* What the exercise asks: Search the data for "enterprise". Return each matching line.
--- Dataset content Enclosed Below ---
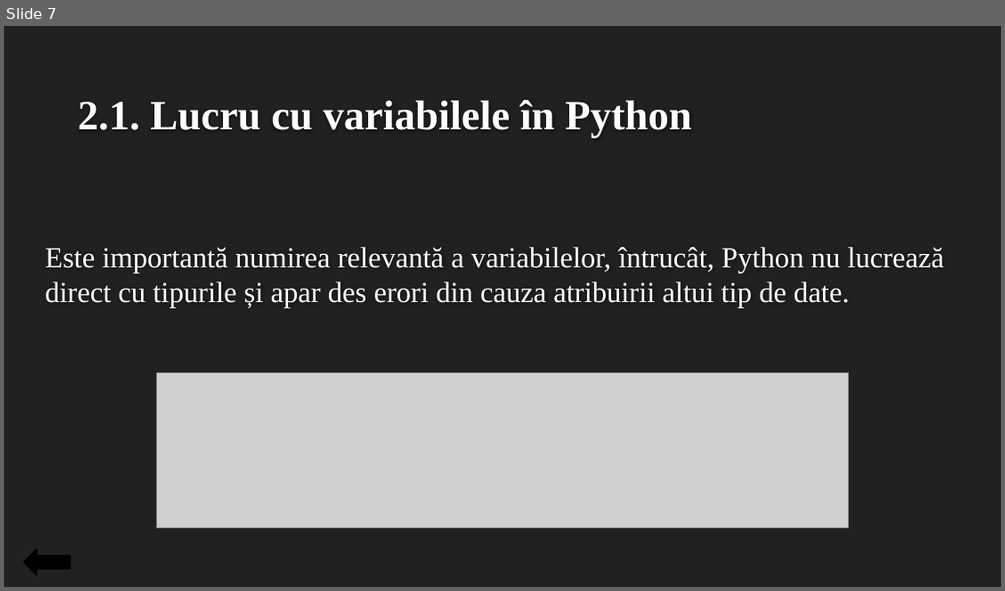
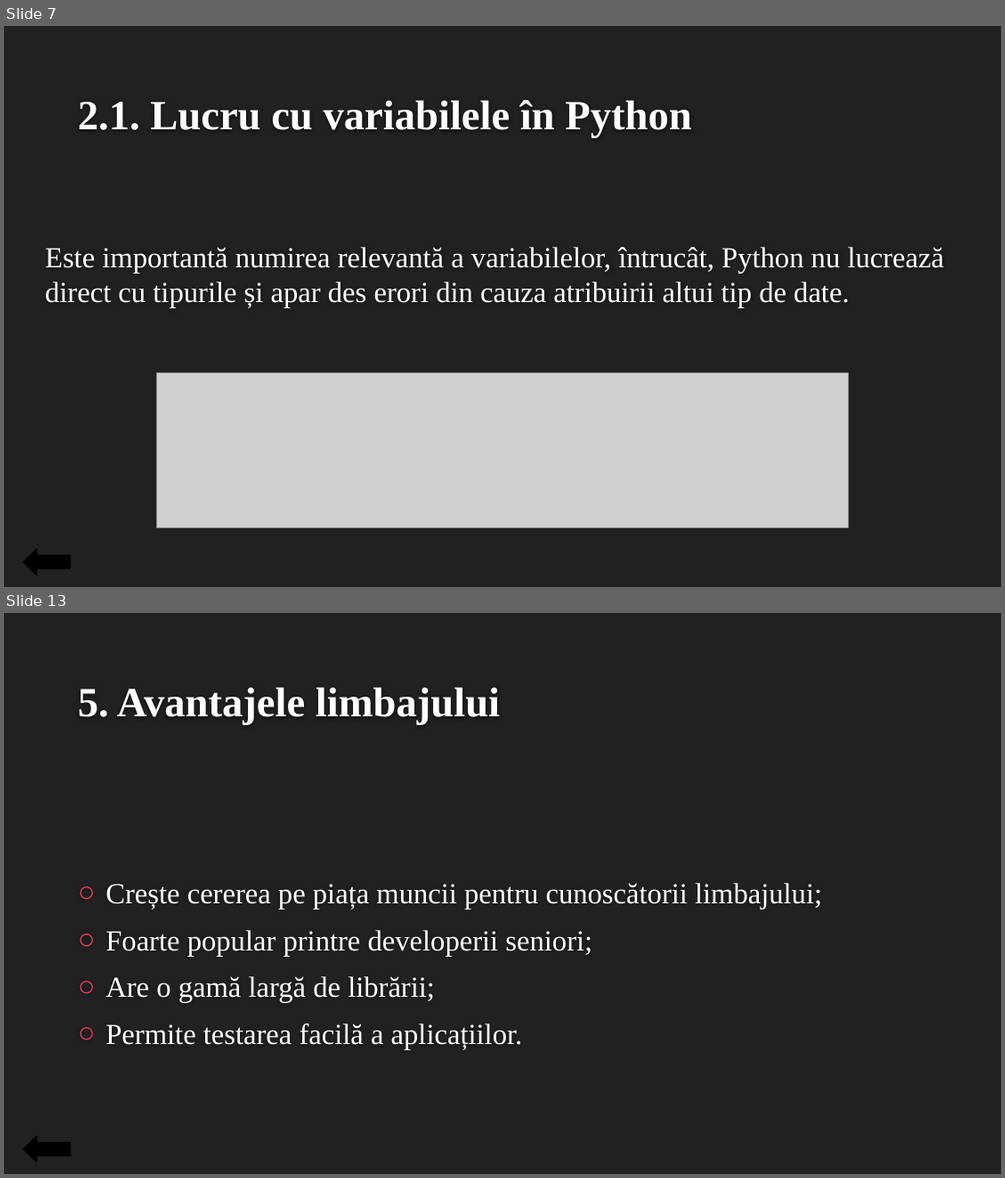
Before and after one commit to CernolevCorina/Python_introduction, a slide deck: Introducere în limbajul de programare Python.pptx. Shown one above the other, each under a label of ours: slide 7 before the commit, slides 7 and 13 after it; the slides between them are not shown. The pictures are 1005x591 and 1005x1178 pixels, drawn with LibreOffice and Linux fonts; fonts in the diff are those of the drawing; grey boxes stand for pictures; background and template pictures are left out. Boxes give left, top, right and bottom in pixels: in the first picture for what was removed or moved away, otherwise in the second. Text is boxed around its words. In the diff, an @@ line names an element or a change of style, - is before the commit and + after.

```diff
--- a/Introducere în limbajul de programare Python.pptx
+++ b/Introducere în limbajul de programare Python.pptx
@@ slide 13 added at (4, 613, 1001, 1174), background #212121 @@
@@ title added at (78, 687, 500, 725), 40 pt, text #FEFEFE, bold @@
+5. Avantajele limbajului
@@ text added at (105, 883, 822, 1050), 28 pt, text #FFFFFF @@
+○ Crește cererea pe piața muncii pentru cunoscătorii limbajului;
+○ Foarte popular printre developerii seniori;
+○ Are o gamă largă de librării;
+○ Permite testarea facilă a aplicațiilor.
@@ left arrow added at (24, 1135, 70, 1162), fill #000000, outline #000000 1.25 pt @@
```
Also in this commit, not shown: 6 slides changed, 1 other slide added, 2 other files.
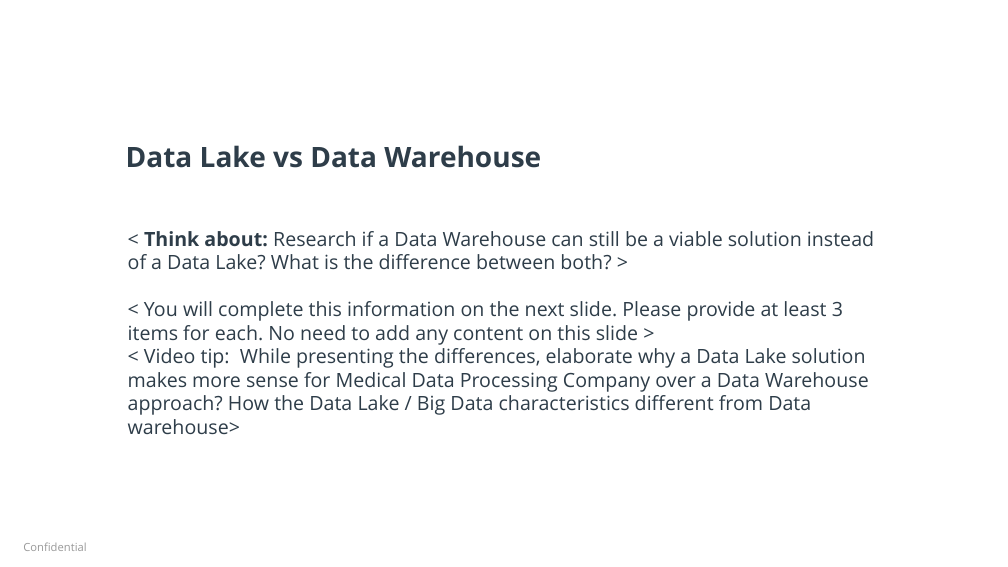
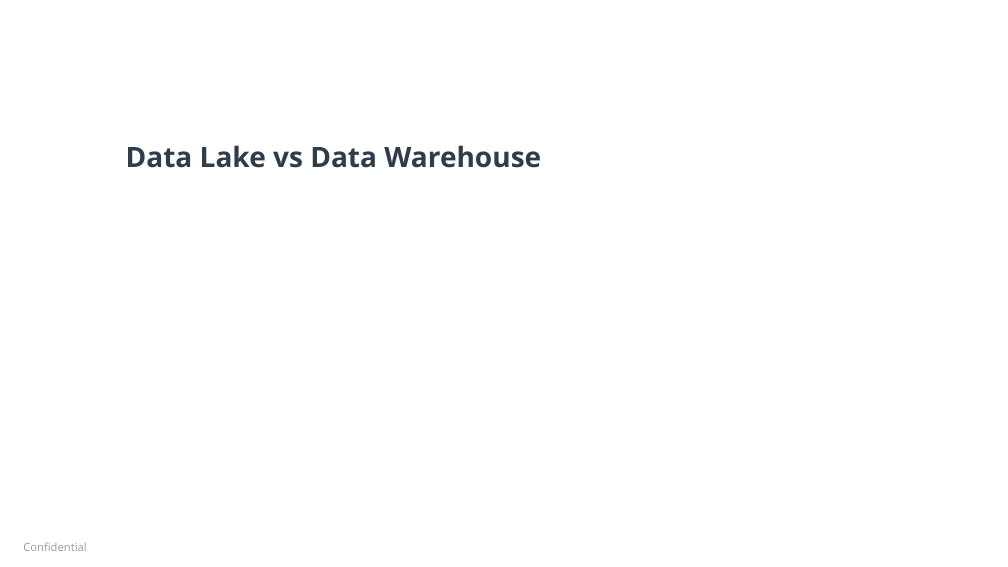
Before and after one commit to hereiamken/Udacity-Data-Architect, a slide deck: slide 5 of enterprise-data-lake-system/DataLakeSolutionArchitectureDiagram.pptx. Drawn at 1008x567 pixels with LibreOffice and Linux fonts; fonts in the diff are those of the drawing; background and template pictures are left out. Boxes give left, top, right and bottom in pixels: in the first picture for what was removed or moved away, otherwise in the second. Text is boxed around its words. In the diff, an @@ line names an element or a change of style, - is before the commit and + after.

Commit message:
add slide

```diff
--- a/enterprise-data-lake-system/DataLakeSolutionArchitectureDiagram.pptx
+++ b/enterprise-data-lake-system/DataLakeSolutionArchitectureDiagram.pptx
@@ text removed at [128,231,874,434] @@
-< Think about: Research if a Data Warehouse can still be a viable solution instead of a Data Lake? What is the difference between both? >
-< You will complete this information on the next slide. Please provide at least 3 items for each. No need to add any content on this slide >
-< Video tip: While presenting the differences, elaborate why a Data Lake solution makes more sense for Medical Data Processing Company over a Data Warehouse approach? How the Data Lake / Big Data characteristics different from Data warehouse>
```
Also in this commit, not shown: 2 other slides changed, 1 other file.
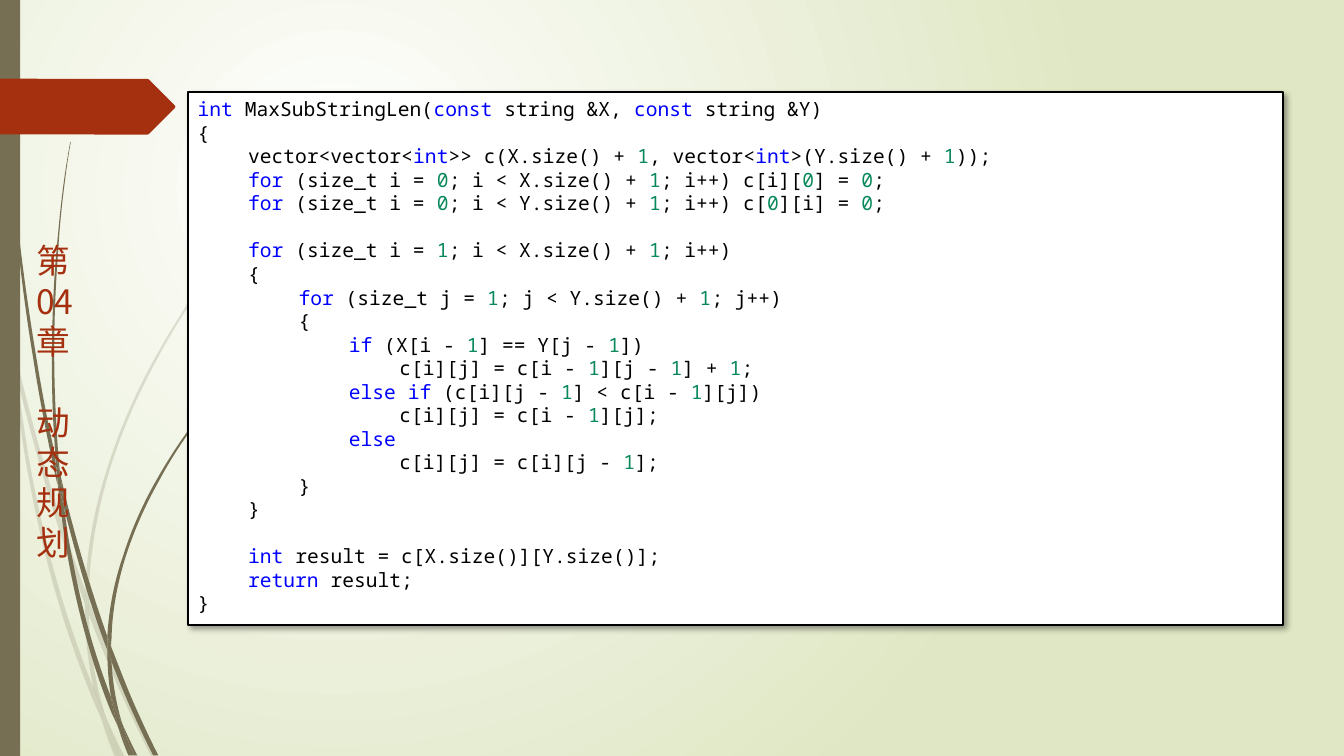
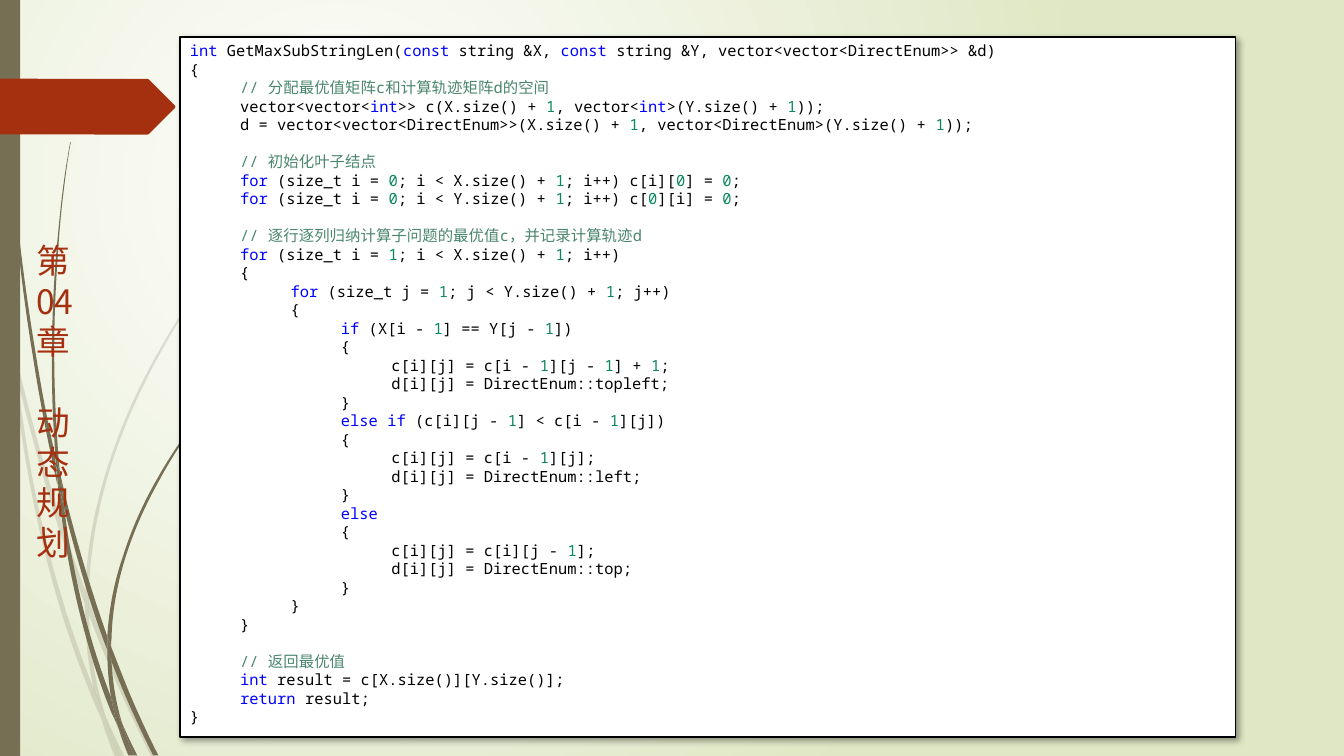
Before and after one commit to TeacherPeng/AlgorithmDesign, a slide deck: slide 22 of 教案/第04章.动态规划.pptx. Drawn at 1344x756 pixels with LibreOffice and Linux fonts; fonts in the diff are those of the drawing. Boxes give left, top, right and bottom in pixels: in the first picture for what was removed or moved away, otherwise in the second. Text is boxed around its words. In the diff, an @@ line names an element or a change of style, - is before the commit and + after.

```diff
--- a/教案/第04章.动态规划.pptx
+++ b/教案/第04章.动态规划.pptx
@@ text in rectangle at (179, 36, 1235, 737): paragraph added @@
+      {
@@ text in rectangle at (179, 36, 1235, 737): paragraph added @@
+      {
@@ text in rectangle at (179, 36, 1235, 737): paragraph added @@
+      {
@@ rectangle "int GetMaxSubStringLen(const string &X, const ...": place and size @@
-rectangle "int GetMaxSubStringLen(const string &X, const ..." at (188, 93, 1284, 625)
+rectangle "int GetMaxSubStringLen(const string &X, const ..." at (179, 36, 1235, 737)
@@ text in rectangle at (190, 44, 996, 60): text changed; size 14 to 11 pt @@
-int MaxSubStringLen(const string &X, const string &Y)
+int GetMaxSubStringLen(const string &X, const string &Y, vector<vector<DirectEnum>> &d)
@@ text in rectangle at (268, 80, 549, 95): paragraph added @@
+// 分配最优值矩阵c和计算轨迹矩阵d的空间
@@ text in rectangle at (240, 118, 973, 169): paragraphs added @@
+  d = vector<vector<DirectEnum>>(X.size() + 1, vector<DirectEnum>(Y.size() + 1));
+  // 初始化叶子结点
@@ text in rectangle at (240, 100, 824, 706): size 14 to 11 pt in "{", "vector<vector<int>> c(X.size() + 1, vector<int>(Y.size() + 1 ...", "for (size_t i = 0; i < ...", "for (size_t i = 0; i < ..." and 15 more places; list level 4 to 5 in "c[i][j] = c[i - 1][j ..."; list level 4 to 5 in "c[i][j] = c[i - 1][j];"; list level 4 to 5 in "c[i][j] = c[i][j - 1];"; list level 3 to 4 in "}"; list level 2 to 3 in "}" @@
@@ text in rectangle at (268, 228, 642, 243): paragraph added @@
+  // 逐行逐列归纳计算子问题的最优值c，并记录计算轨迹d
@@ text in rectangle at (391, 377, 669, 393): paragraphs added @@
+        d[i][j] = DirectEnum::topleft;
+      }
@@ text in rectangle at (391, 470, 641, 486): paragraphs added @@
+        d[i][j] = DirectEnum::left;
+      }
@@ text in rectangle at (391, 562, 632, 578): paragraph added @@
+        d[i][j] = DirectEnum::top;
@@ text in rectangle at (268, 654, 345, 669): paragraphs added @@
+  }
+  // 返回最优值
```
Also in this commit, not shown: 1 slide added, 1 other file.
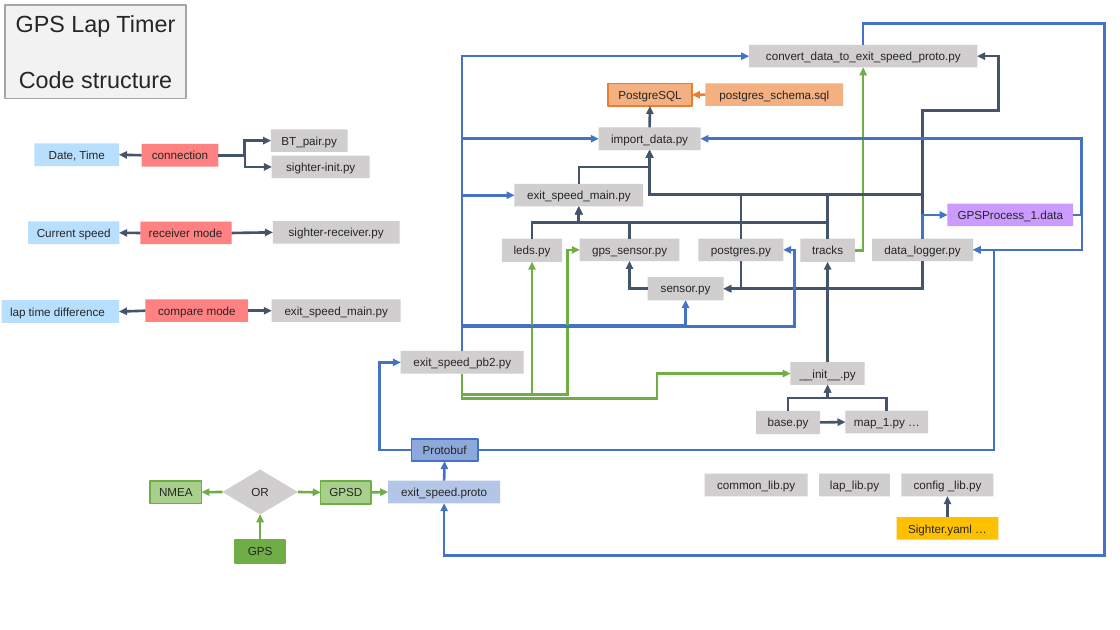
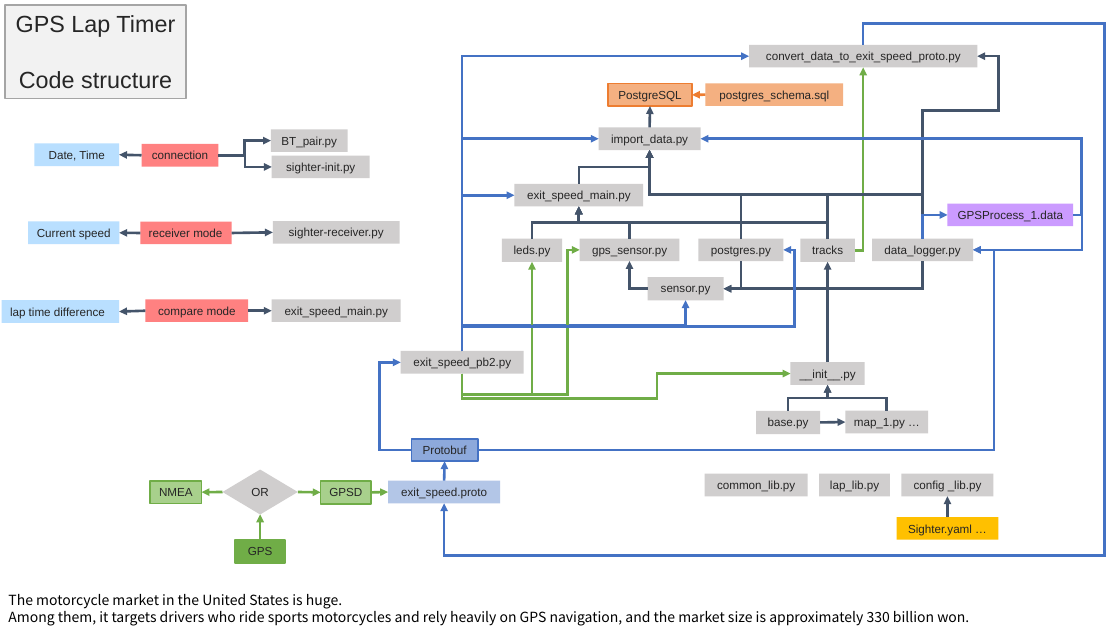
Before and after one commit to Elenedeath/PI-SIGHT_SW_GPSRacer, a slide deck: slide 1 of System Structure.EN.pptx. Drawn at 1120x630 pixels with LibreOffice and Linux fonts; fonts in the diff are those of the drawing. Boxes give left, top, right and bottom in pixels: in the first picture for what was removed or moved away, otherwise in the second. Text is boxed around its words. In the diff, an @@ line names an element or a change of style, - is before the commit and + after.

```diff
--- a/System Structure.EN.pptx
+++ b/System Structure.EN.pptx
@@ text added at box(8, 594, 969, 626), 12 pt, text #000000 @@
+The motorcycle market in the United States is huge.
+Among them, it targets drivers who ride sports motorcycles and rely heavily on GPS navigation, and the market size is approximately 330 billion won.
```
Also in this commit, not shown: 1 other file.
--- End of Enclosed Dataset content ---
* Answer to the exercise:
Before and after one commit to hereiamken/Udacity-Data-Architect, a slide deck: slide 5 of enterprise-data-lake-system/DataLakeSolutionArchitectureDiagram.pptx. Drawn at 1008x567 pixels with LibreOffice and Linux fonts; fonts in the diff are those of the drawing; background and template pictures are left out. Boxes give left, top, right and bottom in pixels: in the first picture for what was removed or moved away, otherwise in the second. Text is boxed around its words. In the diff, an @@ line names an element or a change of style, - is before the commit and + after.
--- a/enterprise-data-lake-system/DataLakeSolutionArchitectureDiagram.pptx
+++ b/enterprise-data-lake-system/DataLakeSolutionArchitectureDiagram.pptx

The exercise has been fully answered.